Though he died 75 years ago, Gilbert Keith Chesterton’s (1874–1936) influence is still strong, particularly among Catholic intellectuals of a moderately conservative bent—the same audience, say, that reads Garry Wills and Cardinal Newman for fun. Ker, whose biography of Chesterton will appear later this year, does a good job of selecting material that readily illustrates why this influence should continue. It also shows what a fluent, often entertaining writer Chesterton was. The selections from the fiction, apart from the beloved Father Brown stories, are lighter than some might wish; particularly noticeable is the absence of what many hold to be Chesterton’s best novel, The Man Who Was Thursday. Ker explains that the absence owes to the fact that it and The Napoleon of Notting Hill are readily available—but so are the Father Brown yarns.

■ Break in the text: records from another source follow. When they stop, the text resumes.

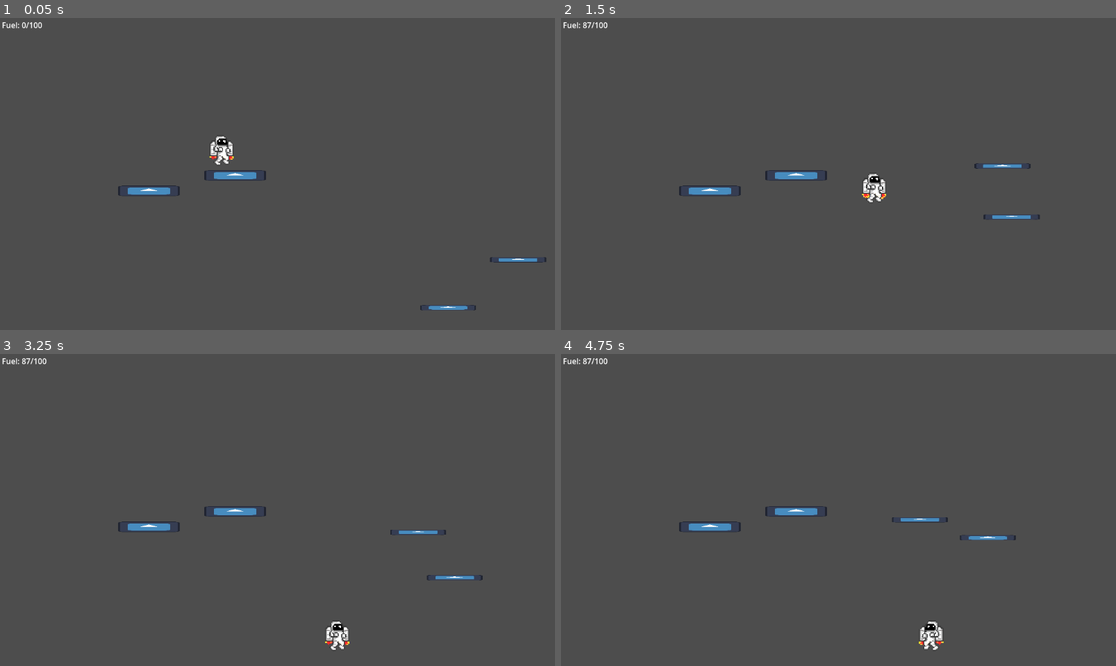
Above: before the commit, frames 1-4 (two rows, left to right).
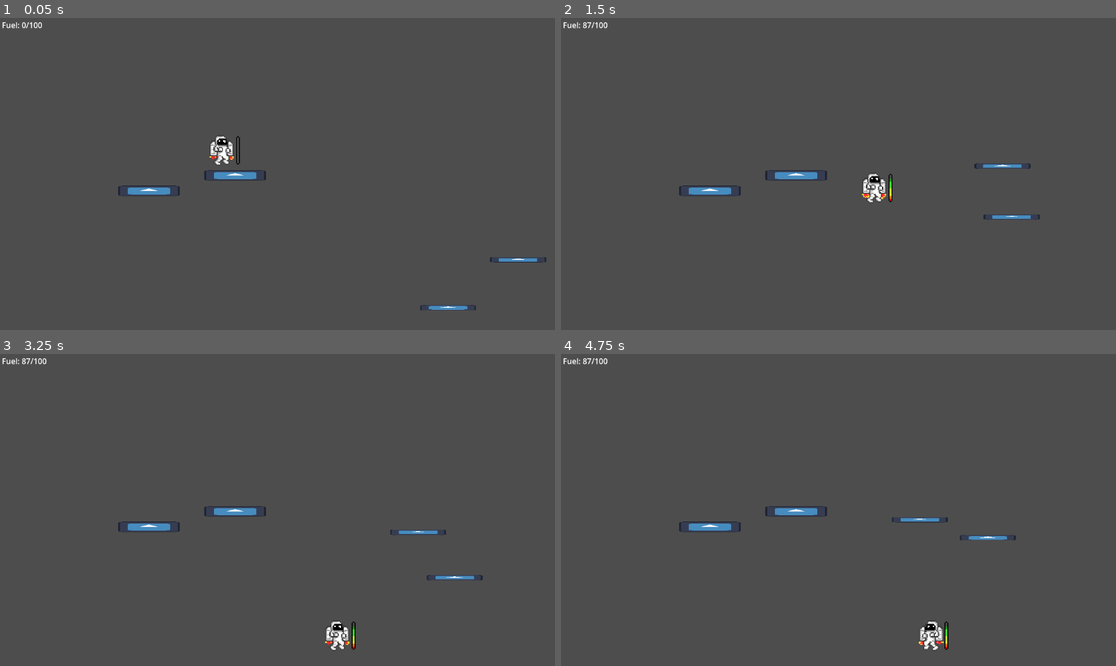
Above: after the commit, the same moments.

Repository: Joeisjack/hackUMBCGame
Game: Godot game, scene res://Scenes/game.tscn
Two runs of this game, one before a commit and one after it. Both use one fixed random seed, a clock stepped at 60 frames per second and the inputs below. The engine's default icon, where the game draws it, is replaced by a stand-in: a white triangle on a blue panel in a dark square.
Inputs:
- Up to frame 1 (0.05 s): no input
- Up to frame 2 (1.5 s): hold D (Right) from 0.53 s (still down); tap W (Up) at 0.77 s
- Up to frame 3 (3.25 s): tap W (Up) at 1.52, 3.02 s; release D (Right) at 2.03 s; hold A (Left) 2.03-2.78 s; hold D (Right) from 2.78 s (still down)
- Up to frame 4 (4.75 s): tap W (Up) at 3.77, 4.52 s; release D (Right) at 4.28 s; hold A (Left) from 4.28 s (still down)

The runs differ from the first frame. In frame 1, less than 0.1% of the frame differs, in the area x 42-44%, y 37-47%; in frame 2, less than 0.1%; in frame 3, less than 0.1%, in the area x 63-65%, y 85-95%; in frame 4, less than 0.1%.

Commit message:
Sounds + Music + fuel bar

Diff:
--- a/backtoearth/Scenes/game.tscn
+++ b/backtoearth/Scenes/game.tscn
@@ -5,6 +5,21 @@
 [ext_resource type="PackedScene" uid="uid://dtv41pj2g4udx" path="res://prefabs/Rotator.tscn" id="4_rg5ux"]
 
 [sub_resource type="WorldBoundaryShape2D" id="WorldBoundaryShape2D_pvuvt"]
+
+[sub_resource type="Animation" id="Animation_6h8sm"]
+length = 0.001
+tracks/0/type = "value"
+tracks/0/imported = false
+tracks/0/enabled = true
+tracks/0/path = NodePath(".:position")
+tracks/0/interp = 1
+tracks/0/loop_wrap = true
+tracks/0/keys = {
+"times": PackedFloat32Array(0),
+"transitions": PackedFloat32Array(1),
+"update": 0,
+"values": [Vector2(1080, 505)]
+}
 
 [sub_resource type="Animation" id="Animation_hyboh"]
 resource_name = "move"
@@ -20,21 +35,6 @@
 "transitions": PackedFloat32Array(1, 1),
 "update": 0,
 "values": [Vector2(1080, 505), Vector2(809, 333)]
-}
-
-[sub_resource type="Animation" id="Animation_6h8sm"]
-length = 0.001
-tracks/0/type = "value"
-tracks/0/imported = false
-tracks/0/enabled = true
-tracks/0/path = NodePath(".:position")
-tracks/0/interp = 1
-tracks/0/loop_wrap = true
-tracks/0/keys = {
-"times": PackedFloat32Array(0),
-"transitions": PackedFloat32Array(1),
-"update": 0,
-"values": [Vector2(1080, 505)]
 }
 
 [sub_resource type="AnimationLibrary" id="AnimationLibrary_xopyf"]
@@ -76,5 +76,3 @@
 "": SubResource("AnimationLibrary_xopyf")
 }
 autoplay = "move"
-
-[node name="Music" type="AudioStreamPlayer2D" parent="."]
--- /dev/null
+++ b/backtoearth/default_bus_layout.tres
@@ -0,0 +1,15 @@
+[gd_resource type="AudioBusLayout" format=3 uid="uid://cplcv5cvli4v4"]
+
+[resource]
+bus/1/name = &"Music"
+bus/1/solo = false
+bus/1/mute = false
+bus/1/bypass_fx = false
+bus/1/volume_db = -12.4611
+bus/1/send = &"Master"
+bus/2/name = &"SFX"
+bus/2/solo = false
+bus/2/mute = false
+bus/2/bypass_fx = false
+bus/2/volume_db = 0.000600815
+bus/2/send = &"Master"
--- a/backtoearth/prefabs/Rotator.tscn
+++ b/backtoearth/prefabs/Rotator.tscn
@@ -2,6 +2,21 @@
 
 [ext_resource type="Texture2D" uid="uid://cunj3cmvdwv6g" path="res://icon.svg" id="1_5nwui"]
 [ext_resource type="PackedScene" uid="uid://b6wc32ps8c2jq" path="res://prefabs/animatableObject.tscn" id="2_5dl48"]
+
+[sub_resource type="Animation" id="Animation_23fra"]
+length = 0.001
+tracks/0/type = "value"
+tracks/0/imported = false
+tracks/0/enabled = true
+tracks/0/path = NodePath(".:position")
+tracks/0/interp = 1
+tracks/0/loop_wrap = true
+tracks/0/keys = {
+"times": PackedFloat32Array(0),
+"transitions": PackedFloat32Array(1),
+"update": 0,
+"values": [Vector2(-150, 75)]
+}
 
 [sub_resource type="Animation" id="Animation_7bh1r"]
 resource_name = "rotate"
@@ -18,21 +33,6 @@
 "transitions": PackedFloat32Array(1, 1, 1, 1),
 "update": 0,
 "values": [Vector2(-150, 100), Vector2(-150, -100), Vector2(150, -100), Vector2(150, 100)]
-}
-
-[sub_resource type="Animation" id="Animation_23fra"]
-length = 0.001
-tracks/0/type = "value"
-tracks/0/imported = false
-tracks/0/enabled = true
-tracks/0/path = NodePath(".:position")
-tracks/0/interp = 1
-tracks/0/loop_wrap = true
-tracks/0/keys = {
-"times": PackedFloat32Array(0),
-"transitions": PackedFloat32Array(1),
-"update": 0,
-"values": [Vector2(-150, 75)]
 }
 
 [sub_resource type="AnimationLibrary" id="AnimationLibrary_e5p7t"]
--- /dev/null
+++ b/backtoearth/prefabs/music.tscn
@@ -0,0 +1,20 @@
+[gd_scene load_steps=7 format=3 uid="uid://b0rvaeinjv10w"]
+
+[ext_resource type="AudioStream" uid="uid://o1mrw7h78t0v" path="res://Audio/inst/digidancedemo.mp3" id="1_ma1d8"]
+[ext_resource type="AudioStream" uid="uid://cdwk1blyyjbdn" path="res://Audio/inst/egg (needs guitar) 133 F.mp3" id="2_0t61v"]
+[ext_resource type="AudioStream" uid="uid://m7rfd7vc1bdw" path="res://Audio/inst/lia_signature lia signature idea 2 aka 2012.mp3" id="3_1xdit"]
+[ext_resource type="AudioStream" uid="uid://56gu8nky331g" path="res://Audio/inst/mandoraminerva demo3.mp3" id="4_s826c"]
+[ext_resource type="AudioStream" uid="uid://c4fe8hw35tnbk" path="res://Audio/inst/mint demo beat 120 Dm.mp3" id="5_ls7po"]
+
+[sub_resource type="AudioStreamRandomizer" id="AudioStreamRandomizer_cm4md"]
+streams_count = 5
+stream_0/stream = ExtResource("1_ma1d8")
+stream_1/stream = ExtResource("2_0t61v")
+stream_2/stream = ExtResource("3_1xdit")
+stream_3/stream = ExtResource("4_s826c")
+stream_4/stream = ExtResource("5_ls7po")
+
+[node name="Music" type="AudioStreamPlayer2D"]
+stream = SubResource("AudioStreamRandomizer_cm4md")
+autoplay = true
+bus = &"Music"
--- a/backtoearth/prefabs/player.gd
+++ b/backtoearth/prefabs/player.gd
@@ -15,6 +15,14 @@
 
 @onready var playerSprite: AnimatedSprite2D = $AnimatedSprite2D
 
+
+
+@onready var thrust_sound: AudioStreamPlayer2D = $thrustSound
+@onready var move_sound: AudioStreamPlayer2D = $moveSound
+
+@onready var fuel_bar: AnimatedSprite2D = $FuelBar
+
+
 func _physics_process(delta: float) -> void:
 	# Add the gravity.
 	if not is_on_floor():
@@ -28,6 +36,9 @@
 	# debug
 	$"../Label".text = "Fuel: " + str(round((jumpTimer.time_left / jumpTimer.wait_time) * 100)) + "/100"
 
+	fuel_bar.frame = 27 - floor((jumpTimer.time_left / jumpTimer.wait_time) * 27)
+
+
 	# Get Input direction (-1, 0, 1)
 	var direction := Input.get_axis("Left", "Right")
 
@@ -40,12 +51,24 @@
 
 	if velocity.y > 0:
 		playerSprite.play("falling")
+		thrust_sound.stop()
+		if not move_sound.playing:
+			move_sound.play()
 	elif not jumpTimer.paused:
 		playerSprite.play("thrusting")
+		fuel_bar.visible = true
+		if not thrust_sound.playing:
+			thrust_sound.play()
+		move_sound.stop()
 	elif direction == 0:
 		playerSprite.play("idle")
+		thrust_sound.stop()
+		move_sound.stop()
 	else:
 		playerSprite.play("moving")
+		thrust_sound.stop()
+		if not move_sound.playing:
+			move_sound.play()
 
 
 	if direction:
@@ -73,6 +96,7 @@
 	if is_on_floor():
 		jumpTimer.start()
 		jumpTimer.paused = true
+		fuel_bar.visible = false
 
 	if Input.is_action_just_pressed("Up") and ableToJump:
 		if is_on_floor():
--- a/backtoearth/prefabs/player.tscn
+++ b/backtoearth/prefabs/player.tscn
@@ -1,7 +1,10 @@
-[gd_scene load_steps=17 format=3 uid="uid://bhd6sw6ymbk71"]
+[gd_scene load_steps=49 format=3 uid="uid://bhd6sw6ymbk71"]
 
 [ext_resource type="Script" path="res://prefabs/player.gd" id="1_4wbvs"]
 [ext_resource type="Texture2D" uid="uid://df785eviy6f2r" path="res://Sprites/Jumping Animation  (1).png" id="2_ip4mh"]
+[ext_resource type="AudioStream" uid="uid://dg1ejof26ievl" path="res://Audio/Thrust.wav" id="3_0vn46"]
+[ext_resource type="AudioStream" uid="uid://bbdj0irqxv17a" path="res://Audio/Drop.wav" id="4_i24cv"]
+[ext_resource type="Texture2D" uid="uid://clx1hno348wwg" path="res://Sprites/Fuel Bar Animation (1).png" id="5_8rfj7"]
 
 [sub_resource type="AtlasTexture" id="AtlasTexture_i05rk"]
 atlas = ExtResource("2_ip4mh")
@@ -112,6 +115,210 @@
 
 [sub_resource type="RectangleShape2D" id="RectangleShape2D_o6vrq"]
 size = Vector2(33, 61)
+
+[sub_resource type="AtlasTexture" id="AtlasTexture_tlfrl"]
+atlas = ExtResource("5_8rfj7")
+region = Rect2(0, 0, 32, 32)
+
+[sub_resource type="AtlasTexture" id="AtlasTexture_bykij"]
+atlas = ExtResource("5_8rfj7")
+region = Rect2(32, 0, 32, 32)
+
+[sub_resource type="AtlasTexture" id="AtlasTexture_v2haq"]
+atlas = ExtResource("5_8rfj7")
+region = Rect2(64, 0, 32, 32)
+
+[sub_resource type="AtlasTexture" id="AtlasTexture_efg1p"]
+atlas = ExtResource("5_8rfj7")
+region = Rect2(96, 0, 32, 32)
+
+[sub_resource type="AtlasTexture" id="AtlasTexture_ffl8j"]
+atlas = ExtResource("5_8rfj7")
+region = Rect2(128, 0, 32, 32)
+
+[sub_resource type="AtlasTexture" id="AtlasTexture_oepcq"]
+atlas = ExtResource("5_8rfj7")
+region = Rect2(0, 32, 32, 32)
+
+[sub_resource type="AtlasTexture" id="AtlasTexture_85n7j"]
+atlas = ExtResource("5_8rfj7")
+region = Rect2(32, 32, 32, 32)
+
+[sub_resource type="AtlasTexture" id="AtlasTexture_g2rk7"]
+atlas = ExtResource("5_8rfj7")
+region = Rect2(64, 32, 32, 32)
+
+[sub_resource type="AtlasTexture" id="AtlasTexture_ukfsb"]
+atlas = ExtResource("5_8rfj7")
+region = Rect2(96, 32, 32, 32)
+
+[sub_resource type="AtlasTexture" id="AtlasTexture_e0dlm"]
+atlas = ExtResource("5_8rfj7")
+region = Rect2(128, 32, 32, 32)
+
+[sub_resource type="AtlasTexture" id="AtlasTexture_fs6j1"]
+atlas = ExtResource("5_8rfj7")
+region = Rect2(0, 64, 32, 32)
+
+[sub_resource type="AtlasTexture" id="AtlasTexture_eijnc"]
+atlas = ExtResource("5_8rfj7")
+region = Rect2(32, 64, 32, 32)
+
+[sub_resource type="AtlasTexture" id="AtlasTexture_sdr5u"]
+atlas = ExtResource("5_8rfj7")
+region = Rect2(64, 64, 32, 32)
+
+[sub_resource type="AtlasTexture" id="AtlasTexture_q56hk"]
+atlas = ExtResource("5_8rfj7")
+region = Rect2(96, 64, 32, 32)
+
+[sub_resource type="AtlasTexture" id="AtlasTexture_6570w"]
+atlas = ExtResource("5_8rfj7")
+region = Rect2(128, 64, 32, 32)
+
+[sub_resource type="AtlasTexture" id="AtlasTexture_habm7"]
+atlas = ExtResource("5_8rfj7")
+region = Rect2(0, 96, 32, 32)
+
+[sub_resource type="AtlasTexture" id="AtlasTexture_5g7qp"]
+atlas = ExtResource("5_8rfj7")
+region = Rect2(32, 96, 32, 32)
+
+[sub_resource type="AtlasTexture" id="AtlasTexture_85rab"]
+atlas = ExtResource("5_8rfj7")
+region = Rect2(64, 96, 32, 32)
+
+[sub_resource type="AtlasTexture" id="AtlasTexture_h1i3c"]
+atlas = ExtResource("5_8rfj7")
+region = Rect2(96, 96, 32, 32)
+
+[sub_resource type="AtlasTexture" id="AtlasTexture_rwsyg"]
+atlas = ExtResource("5_8rfj7")
+region = Rect2(128, 96, 32, 32)
+
+[sub_resource type="AtlasTexture" id="AtlasTexture_uk7xr"]
+atlas = ExtResource("5_8rfj7")
+region = Rect2(0, 128, 32, 32)
+
+[sub_resource type="AtlasTexture" id="AtlasTexture_84ja7"]
+atlas = ExtResource("5_8rfj7")
+region = Rect2(32, 128, 32, 32)
+
+[sub_resource type="AtlasTexture" id="AtlasTexture_ri3ca"]
+atlas = ExtResource("5_8rfj7")
+region = Rect2(64, 128, 32, 32)
+
+[sub_resource type="AtlasTexture" id="AtlasTexture_acp8q"]
+atlas = ExtResource("5_8rfj7")
+region = Rect2(96, 128, 32, 32)
+
+[sub_resource type="AtlasTexture" id="AtlasTexture_un16v"]
+atlas = ExtResource("5_8rfj7")
+region = Rect2(128, 128, 32, 32)
+
+[sub_resource type="AtlasTexture" id="AtlasTexture_7wtxk"]
+atlas = ExtResource("5_8rfj7")
+region = Rect2(0, 160, 32, 32)
+
+[sub_resource type="AtlasTexture" id="AtlasTexture_l32kh"]
+atlas = ExtResource("5_8rfj7")
+region = Rect2(32, 160, 32, 32)
+
+[sub_resource type="AtlasTexture" id="AtlasTexture_p575v"]
+atlas = ExtResource("5_8rfj7")
+region = Rect2(64, 160, 32, 32)
+
+[sub_resource type="SpriteFrames" id="SpriteFrames_1kvr3"]
+animations = [{
+"frames": [{
+"duration": 1.0,
+"texture": SubResource("AtlasTexture_tlfrl")
+}, {
+"duration": 1.0,
+"texture": SubResource("AtlasTexture_bykij")
+}, {
+"duration": 1.0,
+"texture": SubResource("AtlasTexture_v2haq")
+}, {
+"duration": 1.0,
+"texture": SubResource("AtlasTexture_efg1p")
+}, {
+"duration": 1.0,
+"texture": SubResource("AtlasTexture_ffl8j")
+}, {
+"duration": 1.0,
+"texture": SubResource("AtlasTexture_oepcq")
+}, {
+"duration": 1.0,
+"texture": SubResource("AtlasTexture_85n7j")
+}, {
+"duration": 1.0,
+"texture": SubResource("AtlasTexture_g2rk7")
+}, {
+"duration": 1.0,
+"texture": SubResource("AtlasTexture_ukfsb")
+}, {
+"duration": 1.0,
+"texture": SubResource("AtlasTexture_e0dlm")
+}, {
+"duration": 1.0,
+"texture": SubResource("AtlasTexture_fs6j1")
+}, {
+"duration": 1.0,
+"texture": SubResource("AtlasTexture_eijnc")
+}, {
+"duration": 1.0,
+"texture": SubResource("AtlasTexture_sdr5u")
+}, {
+"duration": 1.0,
+"texture": SubResource("AtlasTexture_q56hk")
+}, {
+"duration": 1.0,
+"texture": SubResource("AtlasTexture_6570w")
+}, {
+"duration": 1.0,
+"texture": SubResource("AtlasTexture_habm7")
+}, {
+"duration": 1.0,
+"texture": SubResource("AtlasTexture_5g7qp")
+}, {
+"duration": 1.0,
+"texture": SubResource("AtlasTexture_85rab")
+}, {
+"duration": 1.0,
+"texture": SubResource("AtlasTexture_h1i3c")
+}, {
+"duration": 1.0,
+"texture": SubResource("AtlasTexture_rwsyg")
+}, {
+"duration": 1.0,
+"texture": SubResource("AtlasTexture_uk7xr")
+}, {
+"duration": 1.0,
+"texture": SubResource("AtlasTexture_84ja7")
+}, {
+"duration": 1.0,
+"texture": SubResource("AtlasTexture_ri3ca")
+}, {
+"duration": 1.0,
+"texture": SubResource("AtlasTexture_acp8q")
+}, {
+"duration": 1.0,
+"texture": SubResource("AtlasTexture_un16v")
+}, {
+"duration": 1.0,
+"texture": SubResource("AtlasTexture_7wtxk")
+}, {
+"duration": 1.0,
+"texture": SubResource("AtlasTexture_l32kh")
+}, {
+"duration": 1.0,
+"texture": SubResource("AtlasTexture_p575v")
+}],
+"loop": true,
+"name": &"default",
+"speed": 5.0
+}]
 
 [node name="CharacterBody2D" type="CharacterBody2D"]
 script = ExtResource("1_4wbvs")
@@ -123,7 +330,7 @@
 sprite_frames = SubResource("SpriteFrames_duj5w")
 animation = &"thrusting"
 autoplay = "idle"
-frame_progress = 0.621081
+frame_progress = 0.994775
 
 [node name="CollisionShape2D" type="CollisionShape2D" parent="."]
 position = Vector2(-0.5, 0.5)
@@ -135,6 +342,24 @@
 [node name="VarJumpTimer" type="Timer" parent="."]
 wait_time = 0.5
 
+[node name="thrustSound" type="AudioStreamPlayer2D" parent="."]
+stream = ExtResource("3_0vn46")
+volume_db = -6.0
+bus = &"SFX"
+
+[node name="moveSound" type="AudioStreamPlayer2D" parent="."]
+stream = ExtResource("4_i24cv")
+volume_db = -8.0
+bus = &"SFX"
+
+[node name="FuelBar" type="AnimatedSprite2D" parent="."]
+position = Vector2(37, -2)
+rotation = 1.5708
+scale = Vector2(2, 2)
+sprite_frames = SubResource("SpriteFrames_1kvr3")
+frame = 9
+frame_progress = 0.102431
+
 [connection signal="ready" from="." to="." method="_on_ready"]
 [connection signal="timeout" from="CoyoteTimer" to="." method="_on_coyote_timer_timeout"]
 [connection signal="timeout" from="VarJumpTimer" to="." method="_on_var_jump_timer_timeout"]
--- a/backtoearth/project.godot
+++ b/backtoearth/project.godot
@@ -15,6 +15,10 @@
 config/features=PackedStringArray("4.3", "Forward Plus")
 run/max_fps=60
 config/icon="res://icon.svg"
+
+[autoload]
+
+Music="*res://prefabs/music.tscn"
 
 [input]
 
Not shown, changed: backtoearth/Audio/Drop.wav.import
Not shown, changed: backtoearth/Audio/Thrust.wav.import

The editor does help reestablish Chesterton as a literary critic with a particularly extensive knowledge of the Victorian era in which he came of age; the selections from Chesterton’s studies of Victorian literature, from the novels of Dickens to the poetry of Browning and the essays of Ruskin, are extensive and satisfying. Welcome, if also too brief, are selections from Chesterton’s autobiography, in which he confesses, “I look back to that landscape of my first days with a pleasure that should doubtless be reserved for the Utopias of the Futurist.” Was he a happy writer? Yes, and even when Chesterton was locking horns with Marxists and reactionaries on either side, he tended to be gently civil—even if he dismissed his contemporary Friedrich Nietzsche for harboring “a nonsensical idea that men had once sought as good what we now call evil.” Of particular interest are Chesterton’s thoughtful notes on Christianity (“In a word, St Thomas was making Christendom more Christian in making it more Aristotelian”), which are of a piece and lineage with the better-known writings of C.S. Lewis.

A welcome taste of Chesterton, who remains most readable today. Now for a second volume to fill in the gaps.